Jun 25, 2020: We had a very successful first SciNLP workshop at AKBC (which I helped co-organize), with nine excellent invited speakers and an engaging panel discussion on "The role of scientific NLP during an epidemic."

Jun 18, 2020: Thanks to Microsoft Research Project Hanover for inviting me to their research group meeting! I gave a talk on "Improving access to scientific literature for NLP."

Jun 12, 2020: Spoke about CORD-19 at "Connected Health and COVID-19: Now and Beyond the Great Lockdown."

Jun 1, 2020: First round results for TREC-COVID are out in this SIGIR paper.

May 27, 2020: Gave a talk about CORD-19 at the Center for Science and Technology Studies at Leiden University.

May 4, 2020: We've released a paper explaining the rationale and structure of the TREC-COVID shared task in JAMIA.

Apr 27, 2020: Thanks to Seth Grimes for inviting Kyle and I to give a talk on CORD-19 at a meetup of the NY-NLP, A2D-NLP, DC-NLP, Hungarian NLP, and London Text Analytics groups!

Apr 22, 2020: Our preprint on CORD-19 is now available on arXiv! "CORD-19: The COVID-19 Open Research Dataset"

Apr 20, 2020: The podcast I recorded on CORD-19 with Practical AI is now out!

Apr 15, 2020: The TREC-COVID shared task is open and accepting submissions! The shared task aims to understand how ad hoc retrieval methods work best in a landscape of changing queries and a changing corpus.

Apr 14, 2020: I gave a talk about CORD-19 at the Semantic Indexing and Information Retrieval for Health Workshop at ECIR.

Apr 3, 2020: Our paper on the S2ORC corpus was accepted to ACL. The SUPP.AI paper was accepted to ACL Demo.

Apr 2, 2020: Our paper on "Gender trends in computer science authorship" has been accepted to the CACM!

Mar 16, 2020: Washington state has officially begun its COVID-19 closures.
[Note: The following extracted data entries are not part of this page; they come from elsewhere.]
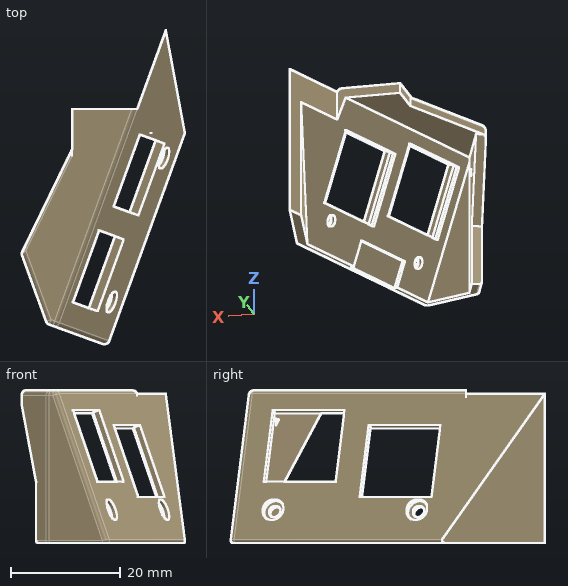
import cadquery as cq
import math

height = 28.0
wall = 1.9
slope_wall = 1.85
edge_radius = 1.0
fine_radius = 0.5
lean = 20
heading = 70
left_wall_heading = 110
corner_x, corner_y = 16.0, -0.35
far_end_bottom = 41.1
far_end_tip = 58.0
plate_end_y = 43.15
plate_notch_x = 9.3
plate_notch_y = 35.8
left_corner_y = 16.65
window_size = 14.0
window_ledge = 1.0
windows = [(5.35, 24.4), (24.4, 21.65)]
screw_positions = [7.8, 35.85]
screw_height = 6.15
screw_diameter = 2.2
counterbore_diameter = 4.0
counterbore_depth = 1.0
recess_start = 11.8
recess_height = 4.7
recess_depth = 0.6
left_wall_end_y = 9.25
trim_low_z = 11.2
trim_run = 8.1
trim_twist = 0.35
clearance = 115.1

lean_tan = math.tan(math.radians(lean))
lean_cos = math.cos(math.radians(lean))
along = cq.Vector(math.cos(math.radians(heading)), math.sin(math.radians(heading)), 0)
inward = cq.Vector(-along.y, along.x, 0)
left_along = cq.Vector(math.cos(math.radians(left_wall_heading)),
                       math.sin(math.radians(left_wall_heading)), 0)
corner = cq.Vector(corner_x, corner_y, 0)
tip_height = height - edge_radius * (1 - math.sin(math.radians(lean)))


def slope_depth(z):
    """Inward distance from the bottom edge to the sloped face at height z."""
    return z * lean_tan


def plan(length, depth):
    """Plan position of a point given along and inward of the housing corner."""
    point = corner + along * length + inward * depth
    return point.x, point.y


def prism(points, top, bottom=0.0):
    """Vertical prism over a plan outline."""
    return cq.Workplane("XY").workplane(offset=bottom).polyline(points).close().extrude(top - bottom)


def lengthwise_prism(profile, start, end):
    """Prism along the housing from a profile of (inward depth, height)."""
    origin = corner + along * start
    plane = cq.Plane(origin=origin.toTuple(), xDir=inward.toTuple(), normal=along.toTuple())
    return cq.Workplane(plane).polyline(profile).close().extrude(end - start)


def slope_plane(length, z):
    """Plane on the sloped face: x along the housing, y up the slope, normal outward."""
    origin = corner + along * length + inward * slope_depth(z) + cq.Vector(0, 0, z)
    up_slope = inward * lean_tan + cq.Vector(0, 0, 1)
    return cq.Plane(origin=origin.toTuple(), xDir=along.toTuple(), normal=along.cross(up_slope).toTuple())


def midpoint(first, second):
    """Point halfway between two plan points."""
    return (first[0] + second[0]) / 2, (first[1] + second[1]) / 2


def rounded(body, points, radius):
    """Round the edges of a body whose centres lie nearest to the points."""
    picked = [body.edges(cq.selectors.NearestToPointSelector(point)).val() for point in points]
    return body.newObject([body.val().fillet(radius, picked)])


left_corner = cq.Vector(0, left_corner_y, 0)
end_offset = (left_corner - corner).dot(along)
left_wall_length = end_offset / -left_along.dot(along)
near_left = left_corner + left_along * left_wall_length
tip_back = slope_depth(tip_height)
far_end_lean = math.atan2(tip_back, far_end_tip - far_end_bottom)


def far_end(depth, inset=0.0):
    """Length along the housing to the far end wall's face, inset square to it."""
    return far_end_bottom + depth / math.tan(far_end_lean) - inset / math.sin(far_end_lean)


def outer_body():
    top_edge = slope_depth(height)
    plate_end_length = (plate_end_y - corner_y - inward.y * top_edge) / along.y
    outline = [
        plan(0, 0),
        plan(far_end(0), 0),
        plan(far_end(top_edge), top_edge),
        plan(plate_end_length, top_edge),
        (plate_notch_x, plate_end_y),
        (plate_notch_x, plate_notch_y),
        (0, left_corner_y),
        (near_left.x, near_left.y),
    ]
    body = prism(outline, height)
    slope_cut = [
        (slope_depth(-wall), -wall),
        (slope_depth(height + wall), height + wall),
        (-clearance, height + wall),
        (-clearance, -wall),
    ]
    body = body.cut(lengthwise_prism(slope_cut, -clearance, clearance))

    middle = height / 2
    main_edges = [
        (*plan(plate_end_length / 2, top_edge), height),
        (*plan(0, slope_depth(middle)), middle),
        (near_left.x, near_left.y, middle),
        (*midpoint(plan(0, top_edge), (near_left.x, near_left.y)), height),
        (*midpoint((near_left.x, near_left.y), (0, left_corner_y)), height),
    ]
    left_side = midpoint((0, left_corner_y), (plate_notch_x, plate_notch_y))
    fine_edges = [
        (*left_side, height),
        (0, left_corner_y, middle),
        (*plan(far_end_bottom / 2, 0), 0),
        (*midpoint(plan(0, 0), (near_left.x, near_left.y)), 0),
        (*midpoint((near_left.x, near_left.y), (0, left_corner_y)), 0),
    ]
    return rounded(rounded(body, main_edges, edge_radius), fine_edges, fine_radius)


def tip_cut():
    """Space behind the tip, past the square end of the top plate."""
    start = (plate_end_y - corner_y - inward.y * tip_back) / along.y
    return prism([
        plan(start, tip_back),
        plan(clearance, tip_back),
        plan(clearance, clearance),
        (-clearance, plate_end_y),
    ], clearance, -clearance)


def cavity():
    inner_shift = slope_wall / lean_cos
    ceiling = height - wall
    left_inner = left_corner + cq.Vector(left_along.y, -left_along.x, 0) * wall
    reach = ((left_inner - corner).dot(along) - wall) / -left_along.dot(along)
    near_inner = left_inner + left_along * reach
    far_inner = left_inner + left_along * (clearance / 2)
    outline = [
        plan(wall, 0),
        plan(far_end(0, wall), 0),
        plan(far_end(tip_back, wall), tip_back),
        plan(far_end(tip_back, wall), clearance),
        (far_inner.x, far_inner.y),
        (near_inner.x, near_inner.y),
    ]
    profile = [
        (slope_depth(-wall) + inner_shift, -wall),
        (slope_depth(ceiling) + inner_shift, ceiling),
        (clearance, ceiling),
        (clearance, -wall),
    ]
    return prism(outline, ceiling, -wall).intersect(lengthwise_prism(profile, -clearance, clearance))


def left_wall_trim():
    """Space that shortens the left wall; its slanted face twists slightly through the wall."""
    start = (left_wall_end_y - left_corner_y) / left_along.y
    ceiling = height - wall
    left_normal = cq.Vector(left_along.y, -left_along.x, 0)
    face = cq.Plane(origin=(left_corner - left_normal * wall).toTuple(),
                    xDir=left_along.toTuple(), normal=left_normal.toTuple())

    def profile(sketch, run):
        return sketch.polyline([
            (start, -wall),
            (start, trim_low_z),
            (start + run, ceiling),
            (clearance, ceiling),
            (clearance, -wall),
        ]).close()

    outer = profile(cq.Workplane(face), trim_run - trim_twist)
    inner = profile(outer.workplane(offset=3 * wall), trim_run + 2 * trim_twist)
    return inner.loft(ruled=True)


def window(start, top_z):
    """Square opening, widened lengthwise on the inside."""
    opening = (cq.Workplane(slope_plane(start, top_z))
               .rect(window_size, -window_size, centered=False)
               .extrude(2 * wall, both=True))
    widened = (cq.Workplane(slope_plane(start - window_ledge, top_z))
               .workplane(offset=-slope_wall + recess_depth)
               .rect(window_size + 2 * window_ledge, -window_size, centered=False)
               .extrude(-2 * wall))
    return opening.union(widened)


def screw_hole(position):
    face = cq.Workplane(slope_plane(position, screw_height))
    bore = face.circle(screw_diameter / 2).extrude(-2 * wall)
    counterbore = face.circle(counterbore_diameter / 2).extrude(-counterbore_depth)
    return bore.union(counterbore)


def inner_recess():
    """Shallow recess low on the inside of the sloped wall, open at the bottom."""
    inner_z = recess_height + slope_wall * math.sin(math.radians(lean))
    return (cq.Workplane(slope_plane(recess_start, inner_z))
            .workplane(offset=-slope_wall + recess_depth)
            .rect(window_size, -window_size, centered=False)
            .extrude(-2 * wall))


result = outer_body().cut(tip_cut()).cut(cavity()).cut(left_wall_trim()).cut(inner_recess())
for start, top_z in windows:
    result = result.cut(window(start, top_z))
for position in screw_positions:
    result = result.cut(screw_hole(position))

AI2 offices are closed and everyone at the house is now working remotely.

Mar 13, 2020: We've launched the first version of the CORD-19 dataset!
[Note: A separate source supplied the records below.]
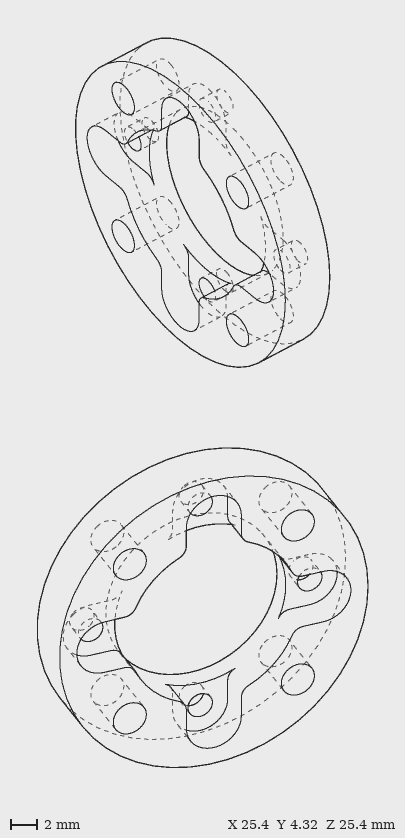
import cadquery as cq

outer_diameter = 25.4
thickness = 4.32
bore_diameter = 14.07

mount_hole_diameter = 2.72
mount_circle_radius = 9.78

pocket_width = 4.52
pocket_depth = 2.62
pocket_mouth_radius = 1.02
pocket_hole_diameter = 2.0
pocket_circle_radius = 9.01

pocket_count = 4
pocket_spacing = 360 / pocket_count


def face_plane():
    """Sketch plane on the -Y face; positive extrusion runs out of the part."""
    return cq.Workplane("XZ", origin=(0, -thickness / 2, 0))


def hole_pattern(circle_radius, diameter, start_angle):
    return (
        face_plane()
        .polarArray(circle_radius, start_angle, 360, pocket_count)
        .circle(diameter / 2)
        .extrude(-thickness)
    )


def pocket_cutter():
    """Pocket from the ring axis out to its round end, along +X."""
    channel = (
        face_plane()
        .center(pocket_circle_radius / 2, 0)
        .rect(pocket_circle_radius, pocket_width)
        .extrude(-pocket_depth)
    )
    round_end = (
        face_plane()
        .center(pocket_circle_radius, 0)
        .circle(pocket_width / 2)
        .extrude(-pocket_depth)
    )
    return channel.union(round_end)


def pocketed_layer():
    """Front layer of the ring, cut by the pockets and rounded at their mouths."""
    layer = face_plane().circle(outer_diameter / 2).circle(bore_diameter / 2).extrude(-pocket_depth)
    for index in range(pocket_count):
        layer = layer.cut(pocket_cutter().rotate((0, 0, 0), (0, 1, 0), index * pocket_spacing))
    reach = bore_diameter / 2 + 0.03
    near_axis = cq.selectors.BoxSelector(
        (-reach, -thickness, -reach), (reach, thickness, reach)
    )
    return layer.edges("|Y").edges(near_axis).fillet(pocket_mouth_radius)


back_layer = (
    face_plane()
    .workplane(offset=-pocket_depth)
    .circle(outer_diameter / 2)
    .circle(bore_diameter / 2)
    .extrude(pocket_depth - thickness)
)

result = (
    pocketed_layer()
    .union(back_layer)
    .cut(hole_pattern(mount_circle_radius, mount_hole_diameter, pocket_spacing / 2))
    .cut(hole_pattern(pocket_circle_radius, pocket_hole_diameter, 0))
)

Jan 29, 2020: I gave a guest lecture on SPARQL for BIME 550: Knowledge Representation.


Dec 12, 2019: I am attending the ML4H workshop at NeurIPS in Vancouver, BC, where I'll be presenting our paper on SUPP.AI.

Oct 28, 2019: The Semantic Scholar team has moved into our new offices at Pacific Pointe, one block away from the old offices.
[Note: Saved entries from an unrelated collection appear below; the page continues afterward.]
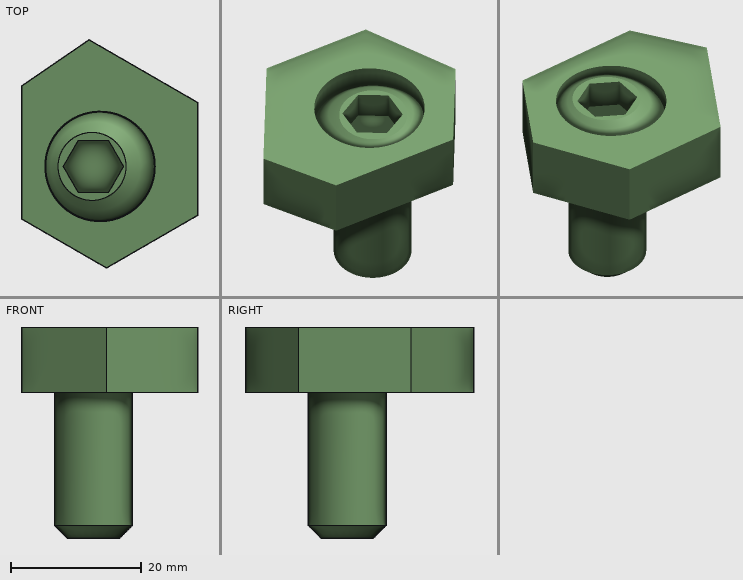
import cadquery as cq
import math


PLATE_THICKNESS = 10.0
NEAREST_SIDE = 12.0
FARTHEST_SIDE = 17.0
SIDE_DIRECTIONS = [180, 240, 300, 0, 60, 124.4]
SIDE_STEP = (FARTHEST_SIDE - NEAREST_SIDE) / (len(SIDE_DIRECTIONS) - 1)

POCKET_RADIUS = 8.47
POCKET_DEPTH = 7.0
HEAD_CLEARANCE = 0.15
HEAD_RADIUS = POCKET_RADIUS - HEAD_CLEARANCE
HEAD_TOP_Z = -0.35
DOME_RADIUS = 12.05
DOME_FLAT_RADIUS = 5.22
DOME_CENTER_X = -1.23
DOME_CENTER_Z = HEAD_TOP_Z - math.sqrt(DOME_RADIUS**2 - DOME_FLAT_RADIUS**2)

SHANK_RADIUS = 6.0
SHANK_X = -1.0
SHANK_TIP_Z = -32.35
TIP_CHAMFER = 2.0

SOCKET_ACROSS_FLATS = 8.02
SOCKET_ACROSS_CORNERS = SOCKET_ACROSS_FLATS / math.cos(math.radians(30))
SOCKET_DEPTH = 4.55


def corner_between(distance_a, direction_a, distance_b, direction_b):
    """Point where two sides, each given by distance and facing direction, cross."""
    a = math.radians(direction_a)
    b = math.radians(direction_b)
    turn = math.sin(b - a)
    x = (distance_a * math.sin(b) - distance_b * math.sin(a)) / turn
    y = (distance_b * math.cos(a) - distance_a * math.cos(b)) / turn
    return x, y


def make_plate():
    """Eccentric hexagonal plate with a head pocket and an offset shank hole."""
    sides = [(NEAREST_SIDE + i * SIDE_STEP, angle) for i, angle in enumerate(SIDE_DIRECTIONS)]
    corners = [corner_between(*sides[i - 1], *sides[i]) for i in range(len(sides))]
    blank = cq.Workplane("XY").polyline(corners).close().extrude(-PLATE_THICKNESS)
    pocket = cq.Workplane("XY").circle(POCKET_RADIUS).extrude(-POCKET_DEPTH)
    shank_hole = cq.Workplane("XY").center(SHANK_X, 0).circle(SHANK_RADIUS).extrude(-PLATE_THICKNESS)
    return blank.cut(pocket).cut(shank_hole)


def make_head():
    """Round head under a flat-topped dome that is off the head's own centre."""
    cylinder = (
        cq.Workplane("XY", origin=(0, 0, -POCKET_DEPTH))
        .circle(HEAD_RADIUS)
        .extrude(POCKET_DEPTH + HEAD_TOP_Z)
    )
    dome = cq.Workplane("XY").sphere(DOME_RADIUS).translate((DOME_CENTER_X, 0, DOME_CENTER_Z))
    return cylinder.intersect(dome)


def make_shank():
    """Shank below the head seat, with a chamfered tip."""
    return (
        cq.Workplane("XY", origin=(SHANK_X, 0, SHANK_TIP_Z))
        .circle(SHANK_RADIUS)
        .extrude(-POCKET_DEPTH - SHANK_TIP_Z)
        .faces("<Z")
        .chamfer(TIP_CHAMFER)
    )


def make_screw():
    """Eccentric screw with a hexagon socket in line with its shank."""
    socket = (
        cq.Workplane("XY", origin=(SHANK_X, 0, HEAD_TOP_Z))
        .polygon(6, SOCKET_ACROSS_CORNERS)
        .extrude(-SOCKET_DEPTH)
    )
    return make_head().union(make_shank()).cut(socket)


plate = make_plate()
screw = make_screw()

result = cq.Compound.makeCompound([plate.val(), screw.val()])

Sep 20, 2019: I was interviewed on King5 about SUPP.AI! My first time on live TV.

Sep 17, 2019: The companion paper for SUPP.AI is now out on arXiv: "Extracting evidence of supplement-drug interactions from literature"

Sep 15, 2019: We launched SUPP.AI! What was just a prototype for the hackathon has been built-out and released as a public tool for discovering supplement and drug interactions. Check it out!

Jul 26, 2019: My team won the AI2 Hackathon with our project "WhatSUPP: identifying supplement-drug interactions from literature." We won first place and audience choice!

Jun 19, 2019: Our preprint "Gender trends in computer science authorship" is now on arXiv.

Jun 17, 2019: I'm attending the Allen Institute's Workshop on Ontology Frameworks.

Jun 16, 2019: I moved into ELS2, our new vegetarian biking stronghold, now at the top of Capitol Hill.

Jun 14, 2019: I graduated! Officially received my PhD in Biomedical and Health Informatics from the UW.

May 20, 2019: I am attending AKBC in Amherst, MA. I will be giving a talk at the Scientific Literature KB Workshop on "Ontology-based integration of biological pathway data."

May 20, 2019: Our paper on extending the Pathway Ontology "Predicting instances of pathway ontology classes for pathway integration" has been accepted to the Journal of Biomedical Semantics.

May 16, 2019: We presented our poster on Spinal MRI denoising at ISMRM in Montreal.

May 2, 2019: I attended the KPMP meeting at the NIH in DC. Lots of interesting discussions on the role of ontology in data management and how to expand current biomedical ontologies to represent concepts in kidney disease.

Apr 8, 2019: I started as a Young Investigator in the Semantic Scholar Research Team at AI2!

Apr 6, 2019: I moved back to Seattle! Took a short break between finishing my PhD and my new postdoc position at AI2 to visit family and friends on the East Coast and bike from SF to LA with B!

Feb 26, 2019: I successfully defended my PhD dissertation: "Ontology-based pathway data integration"!!